History

United Kingdom
- Name: HMS L14
- Builder: Vickers Limited, Barrow-in-Furness
- Laid down: 19 January 1917
- Launched: 10 June 1918
- Fate: Sold for scrapping, May 1934

General characteristics
- Class & type: L-class submarine
- Displacement: 914 long tons (929 t) surfaced; 1,089 long tons (1,106 t) submerged;
- Length: 238 ft 7 in (72.7 m)
- Beam: 23 ft 6 in (7.2 m)
- Draught: 13 ft 3 in (4.0 m)
- Installed power: 2,400 bhp (1,800 kW) (diesel); 1,600 hp (1,200 kW) (electric);
- Propulsion: 2 × diesel engines; 2 × electric motors;
- Speed: 17 kn (31 km/h; 20 mph) surfaced; 10.5 kn (19.4 km/h; 12.1 mph) submerged;
- Range: 3,800 nmi (7,000 km; 4,400 mi) at 10 kn (19 km/h; 12 mph) on the surface
- Test depth: 150 feet (45.7 m)
- Complement: 38
- Armament: 4 × bow 21 in (533 mm) torpedo tubes; 2 × beam 18 in (457 mm) torpedo tubes; 1 × 4-inch deck gun; 16 mines;

= HMS L14 =

British submarine

HMS L14 was a L-class submarine built for the Royal Navy during World War I. She was one of five boats in the class to be fitted as a minelayer. The boat survived the war and was sold for scrap in 1934.

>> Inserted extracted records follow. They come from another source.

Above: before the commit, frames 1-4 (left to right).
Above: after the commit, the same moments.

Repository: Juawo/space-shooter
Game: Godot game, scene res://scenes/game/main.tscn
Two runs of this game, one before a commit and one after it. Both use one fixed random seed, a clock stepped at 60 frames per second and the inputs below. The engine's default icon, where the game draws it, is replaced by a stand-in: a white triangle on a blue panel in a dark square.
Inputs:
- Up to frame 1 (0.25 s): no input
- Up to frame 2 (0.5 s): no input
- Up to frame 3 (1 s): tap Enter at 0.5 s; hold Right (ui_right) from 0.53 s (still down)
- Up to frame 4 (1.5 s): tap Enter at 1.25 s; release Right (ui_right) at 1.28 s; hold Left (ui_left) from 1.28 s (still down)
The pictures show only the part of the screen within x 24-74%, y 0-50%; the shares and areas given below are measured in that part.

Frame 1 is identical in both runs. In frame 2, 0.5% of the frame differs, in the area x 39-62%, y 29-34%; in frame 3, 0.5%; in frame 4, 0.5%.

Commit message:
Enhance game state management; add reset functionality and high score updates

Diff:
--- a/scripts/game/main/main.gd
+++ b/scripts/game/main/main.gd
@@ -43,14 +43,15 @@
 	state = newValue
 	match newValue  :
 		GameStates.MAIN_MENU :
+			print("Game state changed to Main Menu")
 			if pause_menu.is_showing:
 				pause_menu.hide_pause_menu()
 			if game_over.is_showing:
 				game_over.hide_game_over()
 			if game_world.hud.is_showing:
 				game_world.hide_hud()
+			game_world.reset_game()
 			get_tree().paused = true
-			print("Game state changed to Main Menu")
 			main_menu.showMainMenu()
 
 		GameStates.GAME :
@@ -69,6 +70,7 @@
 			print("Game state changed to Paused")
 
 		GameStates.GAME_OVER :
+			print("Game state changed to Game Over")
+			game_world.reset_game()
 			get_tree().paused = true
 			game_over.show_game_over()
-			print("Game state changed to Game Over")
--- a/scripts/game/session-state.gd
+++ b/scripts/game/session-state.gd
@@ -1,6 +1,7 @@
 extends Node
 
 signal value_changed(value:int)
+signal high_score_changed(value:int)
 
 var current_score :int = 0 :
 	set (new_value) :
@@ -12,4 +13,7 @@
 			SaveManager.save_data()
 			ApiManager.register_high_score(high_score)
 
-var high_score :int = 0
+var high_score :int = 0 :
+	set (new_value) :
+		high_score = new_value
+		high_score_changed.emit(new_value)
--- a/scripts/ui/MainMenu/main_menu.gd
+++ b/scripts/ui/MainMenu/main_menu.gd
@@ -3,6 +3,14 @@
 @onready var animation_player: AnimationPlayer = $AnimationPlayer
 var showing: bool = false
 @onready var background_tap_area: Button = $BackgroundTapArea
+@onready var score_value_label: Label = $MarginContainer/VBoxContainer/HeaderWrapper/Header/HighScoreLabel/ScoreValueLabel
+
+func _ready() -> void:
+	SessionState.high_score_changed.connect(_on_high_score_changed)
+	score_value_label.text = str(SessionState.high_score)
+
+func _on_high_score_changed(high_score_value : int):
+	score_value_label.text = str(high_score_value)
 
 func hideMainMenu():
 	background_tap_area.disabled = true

==Design and description==
L9 and its successors were enlarged to accommodate 21-inch (53.3 cm) torpedoes and more fuel. The submarine had a length of 238 ft 7 in overall, a beam of 23 ft 6 in and a mean draught of 13 ft 3 in. They displaced 914 LT on the surface and 1089 LT submerged. The L-class submarines had a crew of 38 officers and ratings.

For surface running, the boats were powered by two 12-cylinder Vickers 1200 bhp diesel engines, each driving one propeller shaft. When submerged each propeller was driven by a 600 hp electric motor. They could reach 17 kn on the surface and 10.5 kn underwater. On the surface, the L class had a range of 3800 nmi at 10 kn.

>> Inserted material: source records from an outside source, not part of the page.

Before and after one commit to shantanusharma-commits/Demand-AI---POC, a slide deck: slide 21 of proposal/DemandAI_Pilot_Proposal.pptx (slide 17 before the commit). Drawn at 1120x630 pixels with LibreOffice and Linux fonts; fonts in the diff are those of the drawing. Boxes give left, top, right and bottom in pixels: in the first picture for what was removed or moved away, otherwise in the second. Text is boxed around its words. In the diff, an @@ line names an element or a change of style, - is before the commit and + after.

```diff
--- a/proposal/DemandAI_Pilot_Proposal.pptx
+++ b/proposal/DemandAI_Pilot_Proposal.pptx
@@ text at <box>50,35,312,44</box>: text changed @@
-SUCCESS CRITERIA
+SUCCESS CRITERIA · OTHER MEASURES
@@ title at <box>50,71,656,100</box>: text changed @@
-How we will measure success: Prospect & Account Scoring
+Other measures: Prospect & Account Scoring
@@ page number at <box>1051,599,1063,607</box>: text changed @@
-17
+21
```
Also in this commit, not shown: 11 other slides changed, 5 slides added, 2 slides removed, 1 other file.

The boats were armed with four 21-inch torpedo tubes in the bow and two 18-inch (45 cm) in broadside mounts. They carried four reload torpedoes for the 21-inch tubes for a grand total of ten torpedoes of all sizes. They were also armed with a 4 in deck gun. L14 was fitted with 16 vertical mine chutes in her saddle tanks and carried one mine per chute.

==Construction and career==
HMS L14 was built by Vickers, Barrow. She was laid down on 19 January 1917. The boat was sold to John Cashmore Ltd in May 1934 for scrapping at Newport. The periscope from L14 is preserved at the Royal Navy Submarine Museum at Gosport. It may be the only surviving example of a World War I periscope. It was manufactured by Grubb & Co. in 1918.